Politisch entschlossen, aber auch umsichtig wurden im letzten Jahr Akteure verschiedener Spektren zusammengebracht – aus Gewerkschaften und Arbeiterkammer, sozialen Bewegungen und NGOs, Wissenschaft und Publizistik, kleinen Parteien und politischen Gruppen. Vertrauen und gegenseitiger Respekt wurden aufgebaut als Grundlage für einen politisch langen Atem. Denn neben den vielfältigen politisch zu bearbeitenden Feldern stellt sich mittelfristig die Frage: Wie können gesellschaftliche Mehrheiten organisiert werden? Und wie gleichzeitig die unterstützenswerten Anliegen von Minderheiten gewahrt?

Linkes Wahlprojekt

Den Organisatoren geht es zunächst um die konkrete Arbeit in der Gesellschaft. Ein Teil strebt ein linkes Wahlprojekt an. Ob das Experiment gelingt in einem Land, das sich ja nicht gerade durch eine breite Diskussionskultur und Traditionen zivilgesellschaftlicher Selbstorganisation auszeichnet, muss sich zeigen.

Zeitgemäß scheint es: Die gesellschaftspolitische Linke wird um einen Akteur erweitert, der genau das aufnimmt, was aktuell scheinbar das Alleinstellungsmerkmal der FPÖ ist: Politik für die Schwächeren, berechtigte Kritik am Establishment und vor allem an den Vermögenden, die sich in der Krise weitgehend schadlos halten. Abgrenzungen gegen populistische Politik "für den kleinen Mann" sind offensichtlich: Gegen das dumpfe Deutschnationale wird Weltoffenheit gestellt und eine selbstbewusste Haltung, dass eben nicht "die" Ausländer und schon gar nicht "die" Geflüchteten schuld sind, sondern dass insbesondere der Reichtum anders verteilt werden muss.

Das sozialdemokratische, grüne und gewerkschaftliche Lager sollten einem solchen Akteur nicht mit Ablehnung begegnen, sondern den politischen Austausch und – wo notwendig – Streit suchen. Das linke Lager könnte politische Handlungs- und Gestaltungsfähigkeit zurückgewinnen.

Die soziale Frage heute politisch progressiv zu besetzen ist nicht einfach, aber möglich.

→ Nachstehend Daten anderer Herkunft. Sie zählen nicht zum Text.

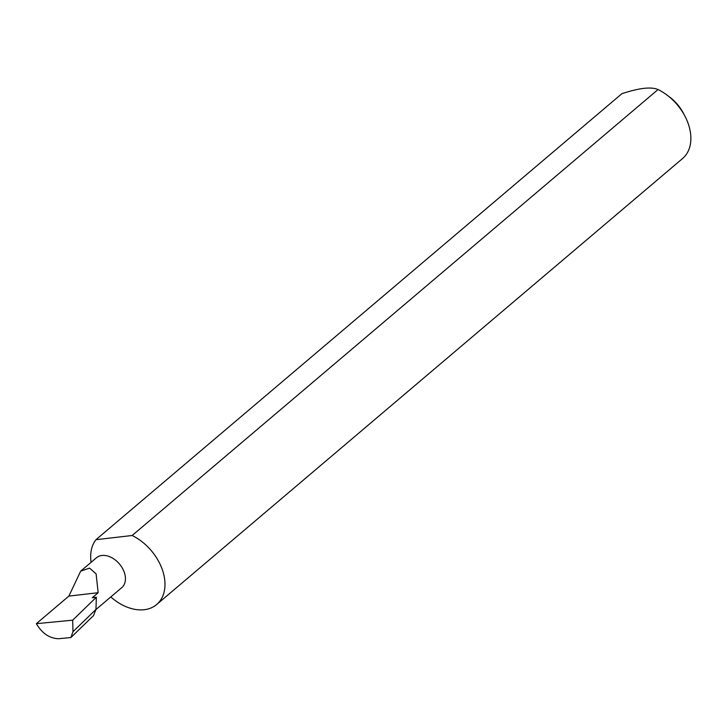 <?xml version="1.0" encoding="UTF-8"?>
<svg xmlns="http://www.w3.org/2000/svg" width="727" height="727" viewBox="0 0 727 727"><rect width="100%" height="100%" fill="white"/><g stroke="black" fill="none" stroke-linecap="round" stroke-linejoin="round"><path stroke-width="1.09" d="M98.163 592.705L96.1 573.848L89.575 568.114L80.679 571.14L68.874 596.095L98.163 592.705L92.256 597.721L96.337 597.249L72.682 620.176L36.35 623.675C42.175 633.481 49.645 638.497 58.769 638.715L70.892 637.543L72.982 631.699L95.973 609.417L96.337 597.249M80.679 571.14L96.464 557.754A19.574 13.504 49.7 0 1 123.772 570.995A19.574 13.504 49.7 0 1 121.791 587.616L95.909 609.562M667.25 95.246L669.912 97.264A33.878 23.364 49.7 0 1 683.289 113.039L684.852 115.993A44.574 30.743 -130.3 0 0 667.25 95.246A44.574 30.743 -130.3 0 0 658.044 89.539C651.101 86.595 639.042 87.994 621.858 93.719L95.964 539.688A44.574 30.743 -130.3 0 0 91.075 562.325M110.786 596.949A44.574 30.743 -130.3 0 0 156.659 604.519L682.553 158.55A44.574 30.743 -130.3 0 0 687.07 120.7A44.574 30.743 -130.3 0 0 684.852 115.993M156.659 604.519A44.574 30.743 -130.3 0 0 161.176 566.669A44.574 30.743 -130.3 0 0 132.15 535.508L658.044 89.539M70.892 637.543L93.501 615.624L95.973 609.417M72.982 631.699L72.682 620.176M36.35 623.675L68.874 596.095M95.964 539.688L132.15 535.508"/></g></svg>
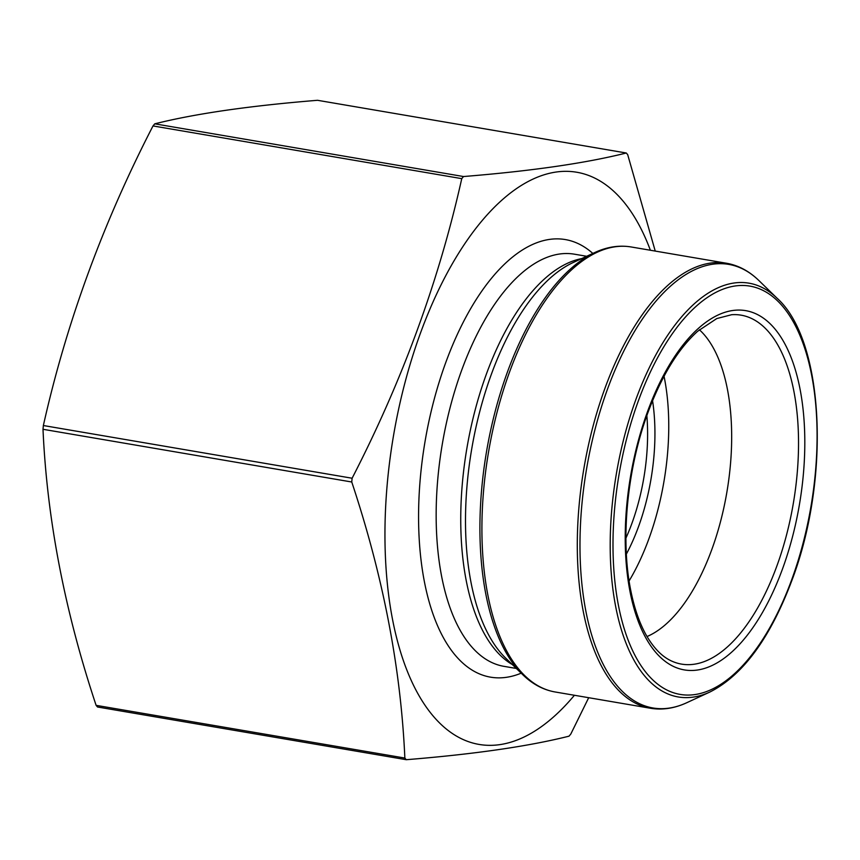 <?xml version="1.0" encoding="UTF-8"?>
<svg xmlns="http://www.w3.org/2000/svg" width="860" height="860" viewBox="0 0 860 860"><rect width="100%" height="100%" fill="white"/><g stroke="black" fill="none" stroke-linecap="round" stroke-linejoin="round"><path stroke-width="1.29" d="M588.692 697.707L570.793 734.064A340.238 159.809 -80.3 0 1 569.019 736.171C528.481 746.362 474.225 754.198 406.264 759.702A340.238 159.809 -80.3 0 1 404.856 758.058C400.867 668.381 383.162 576.351 351.751 481.998A340.238 159.809 -80.3 0 1 352.116 478.235L43.366 425.528C66.328 323.016 102.877 223.149 153.005 125.936A340.238 159.809 -80.3 0 1 154.778 123.829C195.327 113.638 249.572 105.802 317.534 100.297L626.284 153.005A340.238 159.809 -80.3 0 1 627.692 154.65L655.234 251.077M352.116 478.235C402.48 380.399 439.019 280.532 461.755 178.643L153.005 125.936M351.751 481.998L43 429.29A340.238 159.809 -80.3 0 1 43.366 425.528M404.856 758.058L96.116 705.351C64.704 610.987 46.999 518.967 43 429.29M406.264 759.702L97.524 706.995A340.238 159.809 -80.3 0 1 96.116 705.351M461.755 178.643A340.238 159.809 -80.3 0 1 463.529 176.536L154.778 123.829M463.529 176.536C531.491 171.032 585.735 163.185 626.284 153.005M574.416 695.278A290.228 136.321 -80.3 0 1 433.483 716.401A290.228 136.321 -80.3 0 1 387.903 477.01A290.228 136.321 -80.3 0 1 503.81 198.445A290.228 136.321 -80.3 0 1 650.386 250.249M646.849 415.584A128.989 60.587 -80.3 0 1 631.778 523.74A128.989 60.587 -80.3 0 1 625.929 538.134M652.557 400.695A134.364 63.113 -80.3 0 1 638.442 526.868A134.364 63.113 -80.3 0 1 626.37 554.076M664.038 376.25A162.422 76.293 -80.3 0 1 648.816 539.005A162.422 76.293 -80.3 0 1 629.09 580.941M699.384 329.756A162.422 76.293 -80.3 0 1 711.725 549.744A162.422 76.293 -80.3 0 1 647.021 636.529M507.55 371.703A225.008 105.694 -80.3 0 1 594.808 252.528L573.136 262.558A210.797 99.018 -80.3 0 0 471.753 448.759A210.797 99.018 -80.3 0 0 505.615 658.04L522.74 674.681A225.008 105.694 -80.3 0 1 507.55 371.703M631.111 246.96A225.728 106.027 99.7 0 0 488.609 451.629A225.728 106.027 99.7 0 0 555.141 691.977L650.525 708.264A225.728 106.027 -80.3 0 1 583.994 467.915A225.728 106.027 -80.3 0 1 726.496 263.246L631.111 246.96C619.178 244.993 607.085 246.852 594.808 252.528M686.817 702.695L709.855 692.042A209.904 98.599 -80.3 0 1 616.426 473.452A209.904 98.599 -80.3 0 1 777.085 298.237L758.885 280.543A225.008 105.694 99.7 0 0 586.66 468.367A225.008 105.694 99.7 0 0 686.817 702.695C674.541 708.371 662.447 710.231 650.525 708.264M791.63 579.909A207.109 97.287 99.7 0 0 735.074 285.982A207.109 97.287 99.7 0 0 618.351 604.956A207.109 97.287 99.7 0 0 791.63 579.909M512.345 664.576A209.066 98.201 -80.3 0 1 466.948 447.931A209.066 98.201 -80.3 0 1 581.639 258.623M516.333 668.457L503.981 666.35A209.066 98.201 -80.3 0 1 442.362 443.738A209.066 98.201 -80.3 0 1 574.34 254.173L586.703 256.28M521.181 673.176A221.966 104.264 -80.3 0 1 425.162 440.804A221.966 104.264 -80.3 0 1 592.841 253.442M782.428 569.148A182.245 85.602 99.7 0 0 774.322 328.23A182.245 85.602 99.7 0 0 647.601 411.413A182.245 85.602 99.7 0 0 655.718 652.332A182.245 85.602 99.7 0 0 782.428 569.148M731.634 314.717A176.988 83.141 -80.3 0 1 776.784 566.235A176.988 83.141 -80.3 0 1 672.455 661.415C662.512 657.212 653.664 648.268 645.924 634.605C639.378 622.801 634.357 608.246 630.864 590.949C620.286 539.919 627.069 468.678 647.978 412.467C661.62 375.906 678.207 348.816 697.718 331.218L716.756 318.565L731.634 314.717M709.855 692.042C742.814 675.39 770.141 638.217 791.845 580.532C830.803 478.289 824.267 340.452 777.085 298.237M555.141 691.977C543.24 689.881 532.437 684.119 522.74 674.681M758.885 280.543C749.189 271.115 738.396 265.342 726.496 263.246"/></g></svg>

Entsprechend schreiben die Initiatoren der Initiative: "In Österreich besitzt das reichste Prozent 37 Prozent des gesamten Vermögens, das sind fast 400 Milliarden Euro. Die unteren 9/10 der Haushalte besitzen nur 31 Prozent." Die Panama Papers zeigen, wohin viel Vermögen fließt. Gleichzeitig gilt eine Million Menschen in Österreich als armutsgefährdet.

Ein "Aufbruch" wird sich noch stärker der ökologischen Krise annehmen müssen und der drängenden Frage, wie das Produktionssystem und die nichtnachhaltige Lebensweise umgebaut werden können. Die soziale Frage im 21. Jahrhundert besteht nicht nur darin, den materiellen Wohlstand besser zu verteilen oder neue Wachstumsimpulse zu setzen.

Slogans wie "Wir können uns die Reichen nicht mehr leisten" wirken vereinfachend. Doch gerade damit – und in der Ausdifferenzierung in konkreten Forderungen und Initiativen – könnte eben jener frische politische Wind erzeugt werden, der den Rechtsrutsch stoppt. Der "Aufbruch" wäre Teil einer breiten Gegenbewegung gegen menschenverachtende rechtsextreme Parolen und für zukunftsgerichtete Politik – einer Bewegung, die in den vier Wochen zwischen den beiden Wahlgängen zum Präsidenten sich ankündigte und nicht verpuffen sollte. (Ulrich Brand, 2.6.2016)

Ulrich Brand (Jg. 1967) ist Professor für Internationale Politik an der Universität Wien.